Median filtering is a cornerstone of computational image processing. It provides an effective means of image smoothing, with minimal blurring or softening of edges, invariance to monotonic transformations such as gamma adjustment, and robustness to noise and outliers. However, known algorithms have all suffered from practical limitations: the bit depth of the image data, the size of the filter kernel, or the kernel shape itself. Square-kernel implementations tend to produce streaky cross-hatching artifacts, and nearly all known efficient algorithms are in practice limited to square kernels. We present for the first time a method that overcomes all of these limitations. Our method operates efficiently on arbitrary bit-depth data, arbitrary kernel sizes, and arbitrary convex kernel shapes, including circular shapes.

Figures (14)

• Figure 1: Median-filtering binary noise with increasingly isotropic kernel shapes. By observing the cross-hatching artifacts introduced by filtering noise with low-order polygonal kernels, the importance of using near-isotropic kernels (ideally 12-sided or circular) to obtain optimal image quality is strikingly evident.
• Figure 2: Sliding-window method of Huang et al. 10.1109/TASSP.1979.1163188. (a) As the top left 5x5 window slides one pixel to the right, blue-shaded pixels are added to a running histogram, and yellow-shaded pixels removed. (b) The method as adapted to a 21-tap circular kernel.
• Figure 3: Ordinal transform of Weiss 10.1145/1141911.1141918. Cardinal brightness values (left) map to their respective ordinal ranks (right), creating an "ordinal image." Duplicate cardinal values (yellow) map to consecutive ordinal values.
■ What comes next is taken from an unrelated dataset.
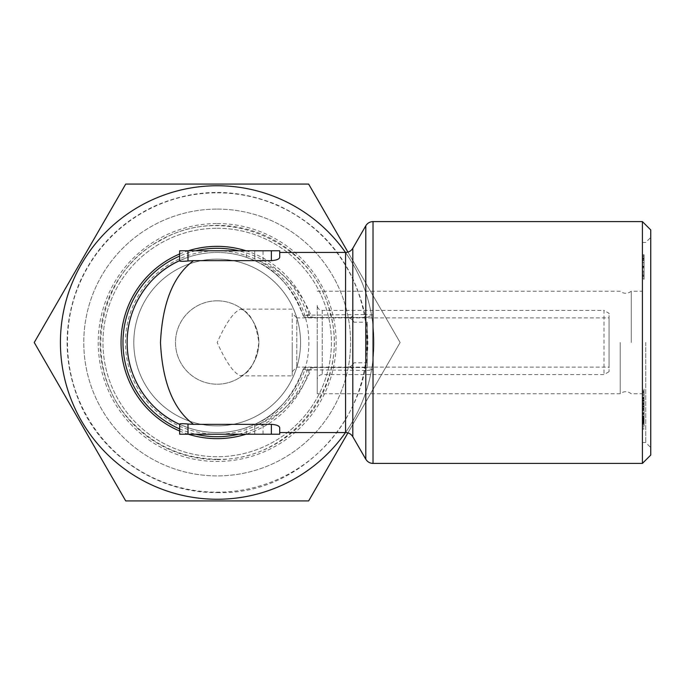 <?xml version="1.0" encoding="UTF-8"?>
<svg xmlns="http://www.w3.org/2000/svg" width="685" height="685" viewBox="0 0 685 685"><rect width="100%" height="100%" fill="white"/><g stroke="black" fill="none" stroke-linecap="round" stroke-linejoin="round"><path stroke-width="0.51" stroke-dasharray="3.42 2.57" d="M279.711 427.688L279.711 432.552L279.711 427.688C279.334 425.847 276.552 424.743 271.371 424.358L259.195 423.921C281.972 415.196 299.217 397.163 310.921 369.84L310.921 367.511L306.152 367.511L316.016 367.511C313.105 367.314 310.827 368.265 309.209 370.362A96.157 96.157 0 0 1 246.043 434.213M310.921 317.489L367.263 317.489L306.152 317.489L310.921 317.489L310.921 315.16C299.217 287.846 281.98 269.813 259.195 261.079L271.371 260.642C276.552 260.266 279.334 259.153 279.711 257.312L279.711 252.448L279.711 257.312M179.658 250.787L279.711 250.787M259.195 261.079L254.7 260.642L254.7 250.787L254.7 260.642L246.36 257.312A90.052 90.052 0 0 0 187.998 257.312L179.658 260.642A90.052 90.052 0 0 1 302.975 315.16L309.209 314.638C310.81 316.735 313.079 317.686 316.016 317.489M309.209 370.362L302.975 369.84A90.052 90.052 0 0 1 179.658 424.358L187.998 427.688A90.052 90.052 0 0 0 246.36 427.688L255.633 423.921L259.195 423.921M255.633 261.079C276.492 269.804 292.272 287.837 302.975 315.16A90.052 90.052 0 0 0 179.658 260.642M179.658 424.358A90.052 90.052 0 0 0 302.975 369.84C292.281 397.154 276.5 415.187 255.633 423.921M306.152 367.511A3.339 3.339 0 0 0 302.975 369.84A3.339 3.339 0 0 1 306.152 367.511A3.339 3.339 0 0 0 302.975 369.84C303.549 369.326 306.195 369.326 310.921 369.84L365.799 370.448A3.339 2.911 -90 0 0 362.913 367.511L310.921 367.511M238.748 434.213A94.222 94.222 0 0 0 307.188 370.354A3.339 1.61 90 0 1 308.781 367.511M179.658 434.213L279.711 434.213M349.915 317.489A3.339 2.92 -90 0 0 352.801 314.646L310.921 315.16C306.212 315.674 303.558 315.674 302.975 315.16A3.339 3.339 0 0 0 306.152 317.489A3.339 3.339 0 0 1 302.975 315.16A3.339 3.339 0 0 0 306.152 317.489M362.913 317.489A3.339 2.911 -90 0 0 365.799 314.552L352.801 314.646L352.801 248.278M254.7 434.213L254.7 424.358L254.7 434.213M353.922 322.19A8.34 8.34 0 0 0 346.413 317.489C349.812 317.634 352.313 319.201 353.922 322.19L367.263 322.19L367.263 362.81L353.922 362.81A8.34 8.34 0 0 1 346.413 367.511L316.016 367.511M365.799 459.233L365.799 370.448L373.025 370.088L367.263 367.657L367.263 322.19M352.801 436.722L352.801 370.354A3.339 2.92 -90 0 0 349.915 367.511M367.263 367.657L362.913 367.511M345.488 252.448A156.754 156.754 0 0 1 345.488 432.552M188.306 434.213A96.157 96.157 0 0 1 179.658 431.028M179.658 253.972A96.157 96.157 0 0 1 188.306 250.787M246.043 250.787A96.157 96.157 0 0 1 309.209 314.638M367.263 362.81L367.263 367.511L346.413 367.511C349.812 367.365 352.313 365.799 353.922 362.81M347.92 252.114L400.108 342.5L347.92 432.886M308.644 184.077L125.715 184.077L34.25 342.5L125.715 500.923L308.644 500.923L400.108 342.5L308.644 184.077M217.179 185.746A156.754 156.754 0 0 1 352.929 420.873A156.754 156.754 0 0 1 81.429 420.873A156.754 156.754 0 0 1 217.179 185.746A156.754 156.754 0 0 1 352.929 420.873A156.754 156.754 0 0 1 81.429 420.873A156.754 156.754 0 0 1 217.179 185.746M642.41 221.597L642.41 463.403M367.263 317.343L373.025 314.912L365.799 314.552L365.799 225.767M308.781 317.489A3.339 1.61 90 0 1 307.188 314.646A94.222 94.222 0 0 0 238.748 250.787M650.75 229.937L650.75 455.063M650.75 342.5L650.75 447.562L650.75 342.5M645.749 342.5L645.749 442.553L645.749 342.5M642.41 342.5L642.41 442.553L642.41 342.5M642.41 256.404L642.41 262.475L642.41 258.502L644.08 258.502L642.41 258.536L642.41 278.136L642.41 256.336L644.08 256.336L642.41 256.404M644.08 271.714L644.08 256.404L644.08 266.165L644.08 263.939L642.41 263.939L644.08 263.99L644.08 271.714L642.41 271.714M642.41 278.196L644.08 278.136L642.41 278.178L642.41 255.89L644.08 255.89L642.41 255.933L642.41 278.033L644.08 278.033L642.41 277.973L642.41 276.329L642.41 279.274L642.41 278.178L644.08 278.196L644.08 275.087L642.41 275.087M642.41 393.961L642.41 402.438L642.41 390.022L644.08 390.022L644.08 391.537L642.41 391.537L642.41 411.06L644.08 411.06L644.08 409.553L642.41 409.553L642.41 393.087L644.08 393.087L644.08 393.961L642.41 393.961M644.08 397.548L644.08 409.553L644.08 406.222L644.08 407.96L642.41 407.96L642.41 407.224L644.08 407.224L644.08 397.548L642.41 397.548M642.41 398.19L642.41 421.198L644.08 421.198L644.08 424.255L642.41 424.255L642.41 398.19L644.08 398.19L644.08 397.326L644.08 420.933L642.41 420.933L642.41 423.972L644.08 423.972L644.08 403.431L644.08 420.736L644.08 413.338L642.41 413.338M642.41 420.864L644.08 420.736L642.41 420.864L642.41 429.127L642.41 403.782L642.41 423.339L644.08 423.339L644.08 403.302L642.41 403.302L642.41 406.333L642.41 400.288L642.41 420.864L644.08 420.864L644.08 423.578L642.41 423.578M644.08 413.338L644.08 400.374L644.08 417.833L642.41 417.833L644.08 417.687L644.08 398.19M644.08 403.302L644.08 406.333L644.08 403.722L642.41 403.722L644.08 403.756L644.08 423.296L642.41 423.296L642.41 419.58L642.41 426.318L642.41 403.302M642.41 426.378L644.08 426.318L642.41 426.378M642.41 397.797L642.41 418.723L642.41 397.797L644.08 397.797L644.08 418.723L644.08 417.379L642.41 417.379M642.41 421.01L642.41 426.181L642.41 421.01L644.08 421.01L644.08 422.362L642.41 422.362M642.41 392.907L642.41 392.085L644.08 392.085L644.08 392.907L642.41 392.907L642.41 394.44L642.41 390.553L642.41 408.423L642.41 398.644L642.41 406.881L644.08 406.881L644.08 405.965L642.41 405.965L642.41 392.907M644.08 404.45L644.08 389.089L642.41 389.089L642.41 390.553L644.08 390.553L644.08 404.45L642.41 404.45M642.41 409.998L642.41 408.423L644.08 408.423L644.08 409.998L642.41 409.998M644.08 400.999L642.41 400.999M644.08 398.644L642.41 398.644M644.08 423.578L644.08 403.499L642.41 403.499M644.08 403.499L644.08 400.288L642.41 400.288M644.08 262.475L642.41 262.475M644.08 403.593L642.41 403.593M644.08 414.613L644.08 406.565L642.41 406.565L642.41 414.613L642.41 406.582L644.08 406.582L644.08 414.613L642.41 414.613M644.08 410.349L642.41 410.349M644.08 418.458L642.41 418.458M644.08 421.669L642.41 421.669M644.08 402.438L642.41 402.438M644.08 260.403L642.41 260.403M644.08 400.374L642.41 400.374M644.08 413.886L642.41 413.886M644.08 406.222L642.41 406.222M644.08 275.087L644.08 254.709L644.08 266.02L642.41 266.02M644.08 266.02L644.08 277.973L644.08 276.329L642.41 276.329M644.08 419.22L642.41 419.22M644.08 408.457L642.41 408.457M644.08 400.006L642.41 400.006M644.08 427.988L642.41 427.988M644.08 429.127L642.41 429.127M644.08 395.605L642.41 395.605M644.08 257.654L642.41 257.654M644.08 254.709L642.41 254.709M644.08 406.333L642.41 406.333M644.08 404.946L642.41 404.946M644.08 403.782L642.41 403.782M644.08 394.44L642.41 394.44M644.08 392.257L642.41 392.257M644.08 401.256L642.41 401.256M644.08 402.609L642.41 402.609M644.08 266.859L642.41 266.859M644.08 266.165L642.41 266.165M644.08 418.115L642.41 418.115M644.08 418.895L642.41 418.895M644.08 418.569L642.41 418.569M644.08 422.362L644.08 426.181L642.41 426.181M644.08 426.181L644.08 421.01M644.08 410.538L642.41 410.538M644.08 259.872L642.41 259.872M644.08 424.828L642.41 424.828M644.08 417.379L644.08 397.797M644.08 418.74L642.41 418.74M644.08 420.967L642.41 420.967M644.08 418.261L642.41 418.261M644.08 415.983L642.41 415.983M644.08 255.796L642.41 255.796M644.08 400.288L644.08 420.17L642.41 420.17M644.08 420.17L644.08 420.864M644.08 267.972L642.41 267.972M644.08 422.885L642.41 422.885M644.08 400.691L642.41 400.691M644.08 417.507L642.41 417.507M644.08 270.31L644.08 276.012L642.41 276.012L642.41 266.2L644.08 266.2L644.08 270.31L642.41 270.31L642.41 275.978L644.08 275.978L644.08 266.242L642.41 266.242L642.41 270.31M644.08 271.525L642.41 271.525M644.08 421.934L642.41 421.934M644.08 403.431L642.41 403.431M644.08 416.531L642.41 416.531M644.08 399.141L642.41 399.141M644.08 418.723L642.41 418.723M644.08 404.296L642.41 404.296M644.08 258.904L642.41 258.904M644.08 419.58L642.41 419.58M644.08 420.35L642.41 420.35M644.08 262.346L642.41 262.346M631.253 342.5L631.253 291.219L631.253 342.5M620.225 342.5L620.225 393.781L620.225 342.5M644.08 397.326L642.41 397.326M644.08 276.329L644.08 279.274L642.41 279.274M644.08 279.274L644.08 278.178M317.232 342.5L317.232 393.781L317.232 342.5M317.232 305.399L317.232 379.601L317.232 305.399C317.532 308.438 319.201 310.099 322.233 310.399L604.007 310.399L604.007 374.601L604.007 310.399L609.059 313.319L609.059 371.681L609.059 313.319M609.059 317.9L609.059 367.1L609.059 317.9L296.802 317.9L296.802 367.1L296.802 317.9L292.221 313.319L292.221 371.681L292.221 313.319M644.08 259.786L644.08 272.895L644.08 259.786L642.41 259.786L642.41 258.356L642.41 272.895L642.41 259.786M644.08 258.313L642.41 258.356L644.08 258.313M644.08 261.165L644.08 275.567L644.08 261.165L642.41 261.165L642.41 275.567L642.41 261.165M644.08 275.601L642.41 275.567L644.08 275.601M644.08 266.354L642.41 266.354M644.08 274.231L642.41 274.231M644.08 272.895L642.41 272.895M644.08 267.664L642.41 267.664M292.221 342.5L292.221 375.851L292.221 342.5M240.76 375.851L243.543 374.789C251.309 370.345 256.413 359.599 258.87 342.551C256.438 325.452 251.335 314.672 243.543 310.211L240.76 309.149C233.979 311.444 226.118 322.558 217.179 342.5C226.118 362.442 233.979 373.556 240.76 375.851L292.221 375.851M217.179 300.809A41.691 41.691 0 0 1 253.279 363.341A41.691 41.691 0 0 1 181.071 363.341A41.691 41.691 0 0 1 243.543 310.211A41.691 41.691 0 0 1 217.179 384.191A41.691 41.691 0 0 1 175.488 342.5A41.691 41.691 0 0 1 217.179 300.809M217.179 259.118A83.382 83.382 0 0 1 289.387 384.191A83.382 83.382 0 0 1 144.972 384.191A83.382 83.382 0 0 1 217.179 259.118A83.382 83.382 0 0 1 289.387 384.191A83.382 83.382 0 0 1 144.972 384.191A83.382 83.382 0 0 1 217.179 259.118M217.179 250.787A91.713 91.713 0 0 1 296.605 388.361A91.713 91.713 0 0 1 137.745 388.361A91.713 91.713 0 0 1 217.179 250.787M217.179 223.533A118.967 118.967 0 0 1 320.203 401.984A118.967 118.967 0 0 1 114.155 401.984A118.967 118.967 0 0 1 217.179 223.533M217.179 209.096A133.404 133.404 0 0 1 332.713 409.202A133.404 133.404 0 0 1 101.645 409.202A133.404 133.404 0 0 1 217.179 209.096A133.404 133.404 0 0 1 332.713 409.202A133.404 133.404 0 0 1 101.645 409.202A133.404 133.404 0 0 1 217.179 209.096M217.179 228.268A114.232 114.232 0 0 1 316.102 399.612A114.232 114.232 0 0 1 118.257 399.612A114.232 114.232 0 0 1 217.179 228.268A114.232 114.232 0 0 0 118.257 399.612A114.232 114.232 0 0 0 316.102 399.612A114.232 114.232 0 0 0 217.179 228.268M217.179 459.626A117.126 117.126 0 0 0 318.611 283.933A117.126 117.126 0 0 0 115.739 283.933A117.126 117.126 0 0 0 217.179 459.626M217.179 192.819A149.681 149.681 0 0 1 366.86 342.5A149.681 149.681 0 0 1 217.179 492.181A149.681 149.681 0 0 1 67.49 342.5A149.681 149.681 0 0 1 217.179 192.819M345.582 367.511L345.582 432.552M345.582 252.448L345.582 317.489M246.36 257.312L246.36 250.787M271.371 434.213L271.371 424.358M263.04 434.213L263.04 424.358M187.998 257.312L187.998 250.787M187.998 434.213L187.998 427.688M246.36 434.213L246.36 427.688M263.04 260.642L263.04 250.787M373.025 314.912L373.025 221.597M373.025 463.403L373.025 370.088M271.371 260.642L271.371 250.787M195.61 250.787A94.222 94.222 0 0 0 179.658 256.079M179.658 428.921A94.222 94.222 0 0 0 195.61 434.213M644.08 413.26L642.41 413.26M644.08 407.173L642.41 407.173M644.08 408.988L642.41 408.988M644.08 417.456L642.41 417.456M644.08 408.32L642.41 408.32M644.08 416.737L642.41 416.737M644.08 412.533L642.41 412.533M644.08 413.663L642.41 413.663M322.233 310.399L322.233 374.601L322.233 310.399M257.046 261.756C267.15 266.628 276.423 273.743 284.866 283.111M284.866 401.889C276.423 411.257 267.15 418.372 257.046 423.244M642.41 442.553L645.749 442.553L650.75 447.562M642.41 242.447L645.749 242.447L650.75 237.438M317.232 393.781L620.225 393.781C623.838 391.015 627.511 391.015 631.253 393.781L642.41 393.781M317.232 291.219L620.225 291.219C623.838 293.985 627.511 293.985 631.253 291.219L642.41 291.219M609.059 371.681L604.007 374.601L322.233 374.601C319.227 374.866 317.557 376.536 317.232 379.601M292.221 371.681L296.802 367.1L609.059 367.1M240.76 309.149L292.221 309.149M217.179 459.233C290.611 461.853 351.045 383.942 330.238 313.473C314.518 241.694 224.029 202.529 160.941 240.204C98.323 271.174 79.1 365.285 129.619 419.7C153.14 445.413 182.33 458.59 217.179 459.233M217.179 492.583C311.598 495.957 389.294 395.784 362.545 305.176C349.436 258.485 320.845 225.014 276.783 204.764C235.34 187.716 194.163 188.366 153.277 206.699C119.404 223.122 94.787 248.518 79.443 282.896C63.011 322.635 63.011 362.365 79.434 402.104C102.031 456.099 158.646 493.286 217.179 492.583"/><path stroke-width="1.03" d="M279.711 427.688L279.711 434.213L279.711 427.688C279.334 425.847 276.552 424.734 271.371 424.358L193.555 424.358C173.433 409.553 162.413 382.264 160.478 342.5C162.413 302.736 173.433 275.447 193.555 260.642L187.998 260.968C182.938 261.43 180.155 261.43 179.658 260.968L179.658 250.787L279.711 250.787L279.711 257.312C279.334 259.153 276.552 260.257 271.371 260.642L193.555 260.642M279.711 434.213L179.658 434.213L179.658 424.358C151.042 411.959 126.862 379.867 127.127 342.5C126.862 305.133 151.034 273.05 179.658 260.642A90.052 90.052 0 0 0 179.658 424.358L179.658 424.032C180.155 423.57 182.938 423.57 187.998 424.032L193.555 424.358M179.658 260.968L179.658 250.787M345.488 432.552A156.754 156.754 0 0 1 78.099 414.802A156.754 156.754 0 0 1 217.179 185.746A156.754 156.754 0 0 1 345.488 252.448M246.043 434.213A96.157 96.157 0 0 1 188.306 434.213M179.658 431.028A96.157 96.157 0 0 1 179.658 253.972M188.306 250.787A96.157 96.157 0 0 1 246.043 250.787M347.92 432.886L308.644 500.923L125.715 500.923L34.25 342.5L125.715 184.077L308.644 184.077L347.92 252.114M642.41 463.403L642.41 221.597L373.025 221.597L373.025 463.403L642.41 463.403L650.75 455.063L650.75 229.937L642.41 221.597M179.658 434.213L179.658 424.032M279.711 257.312L279.711 250.787M279.711 432.552L345.582 432.552L345.582 252.448L279.711 252.448M271.371 260.642L271.371 250.787M187.998 260.968L187.998 250.787M179.658 260.642A90.052 90.052 0 0 0 179.658 424.358M345.582 432.552C348.733 432.655 351.14 434.042 352.801 436.722L352.801 248.278L365.799 225.767C367.468 223.096 369.874 221.7 373.025 221.597M352.801 436.722L365.799 459.233L365.799 225.767M187.998 434.213L187.998 424.032M271.371 434.213L271.371 424.358M238.748 250.787A94.222 94.222 0 0 0 195.61 250.787M179.658 256.079A94.222 94.222 0 0 0 179.658 428.921M195.61 434.213A94.222 94.222 0 0 0 238.748 434.213M345.582 252.448C348.733 252.345 351.14 250.958 352.801 248.278M365.799 459.233C367.468 461.904 369.874 463.3 373.025 463.403"/></g></svg>

Note that the median values in e.g. the blue squares (29 and 4, respectively) map to each other, illustrating the invariance of the filter under this transform. The lower-left array is the "reverse map" that maps ordinal results back to cardinal output values.
• Figure 4: Comparison of the compound histogram (Weiss 10.1145/1141911.1141918) and the omnigram (our method). The compound histogram (red) covers a subset of input rows, encoding the column index of each ordinal value in those rows, or a sentinel '–' for values outside those rows. With the compound histogram, membership of a given ordinal value in an arbitrary full-height rectangle within the red strip can be determined in constant time. With the omnigram (blue), the full 2D location of each ordinal value is encoded, encompassing the entire input image. With this encoding, membership in any arbitrary image region (e.g. the blue circle) can be determined in constant time.
• Figure 5: Ordinal image and omnigram. Binary histogram elements (right) of any ordinal image region (tinted circles, left) can be extracted in constant time by querying the omnigram (center).